▸ WORK INSTRUCTION
Show all lines containing "slides" from the data below.

Data items
▽
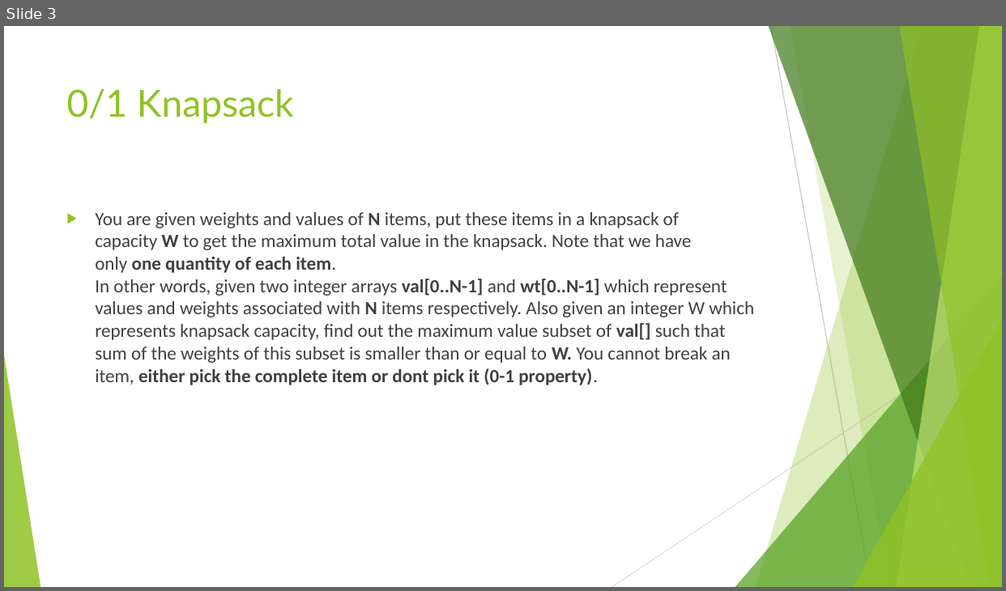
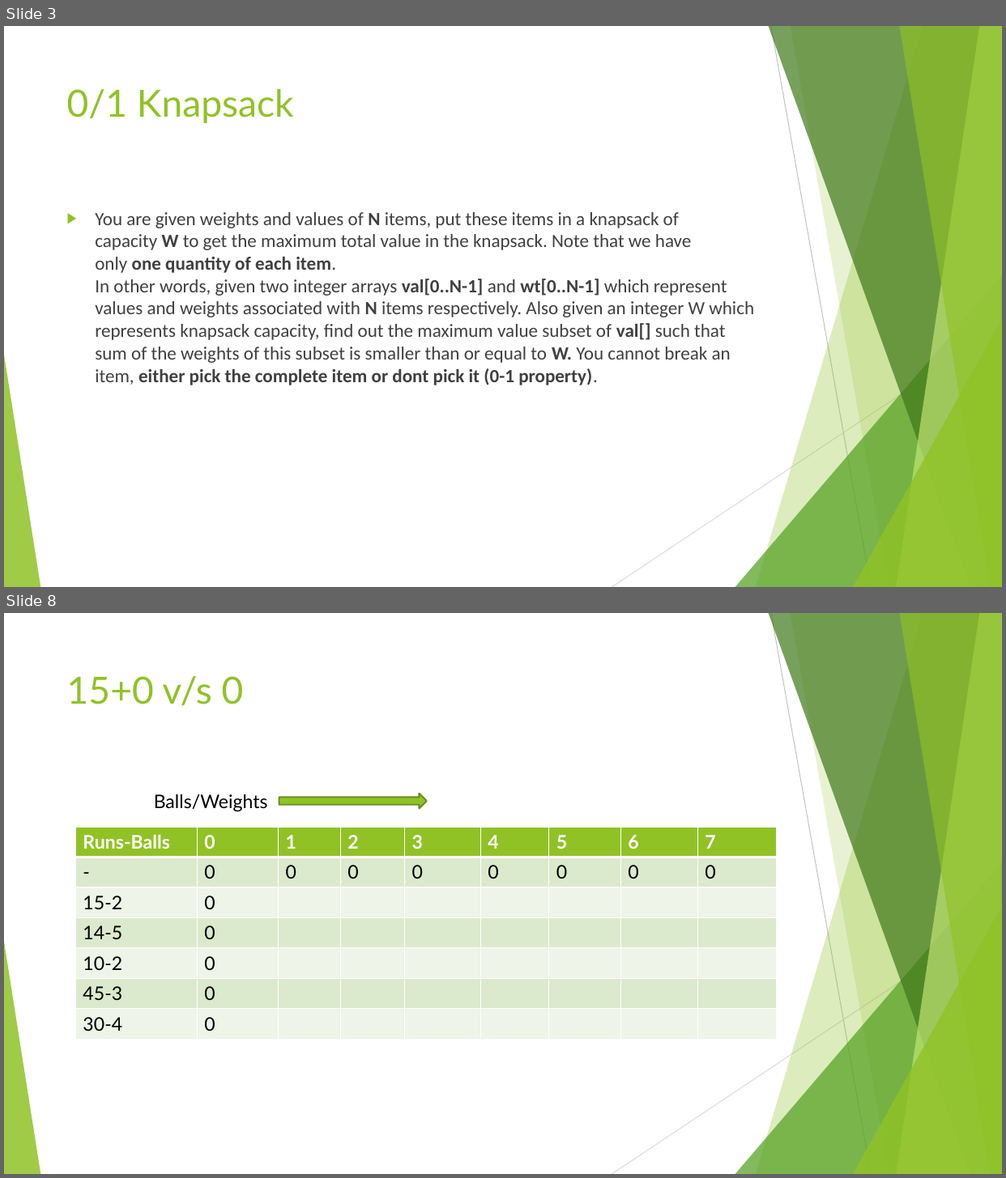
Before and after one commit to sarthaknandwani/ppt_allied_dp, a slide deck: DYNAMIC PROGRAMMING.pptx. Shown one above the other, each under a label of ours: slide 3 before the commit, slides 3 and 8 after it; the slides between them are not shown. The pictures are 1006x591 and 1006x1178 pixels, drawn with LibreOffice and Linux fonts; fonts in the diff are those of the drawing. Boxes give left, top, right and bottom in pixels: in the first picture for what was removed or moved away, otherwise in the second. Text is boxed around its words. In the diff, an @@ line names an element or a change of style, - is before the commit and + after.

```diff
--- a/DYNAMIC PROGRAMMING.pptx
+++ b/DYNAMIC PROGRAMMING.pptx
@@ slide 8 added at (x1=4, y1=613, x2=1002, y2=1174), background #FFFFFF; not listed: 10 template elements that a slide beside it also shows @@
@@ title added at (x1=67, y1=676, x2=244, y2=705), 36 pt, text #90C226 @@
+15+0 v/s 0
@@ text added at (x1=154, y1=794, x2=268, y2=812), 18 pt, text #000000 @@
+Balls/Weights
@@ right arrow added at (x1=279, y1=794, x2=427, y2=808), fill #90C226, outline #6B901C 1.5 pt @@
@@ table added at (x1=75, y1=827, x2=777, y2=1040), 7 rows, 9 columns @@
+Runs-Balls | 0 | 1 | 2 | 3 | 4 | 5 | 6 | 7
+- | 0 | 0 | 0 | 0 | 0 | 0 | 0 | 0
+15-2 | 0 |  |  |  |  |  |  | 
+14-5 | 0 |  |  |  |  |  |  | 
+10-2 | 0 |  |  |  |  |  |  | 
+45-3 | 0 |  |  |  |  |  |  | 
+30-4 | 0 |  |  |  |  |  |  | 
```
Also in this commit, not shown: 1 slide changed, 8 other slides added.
△
▸ TASK RESPONSE
Before and after one commit to sarthaknandwani/ppt_allied_dp, a slide deck: DYNAMIC PROGRAMMING.pptx. Shown one above the other, each under a label of ours: slide 3 before the commit, slides 3 and 8 after it; the slides between them are not shown. The pictures are 1006x591 and 1006x1178 pixels, drawn with LibreOffice and Linux fonts; fonts in the diff are those of the drawing. Boxes give left, top, right and bottom in pixels: in the first picture for what was removed or moved away, otherwise in the second. Text is boxed around its words. In the diff, an @@ line names an element or a change of style, - is before the commit and + after.
Also in this commit, not shown: 1 slide changed, 8 other slides added.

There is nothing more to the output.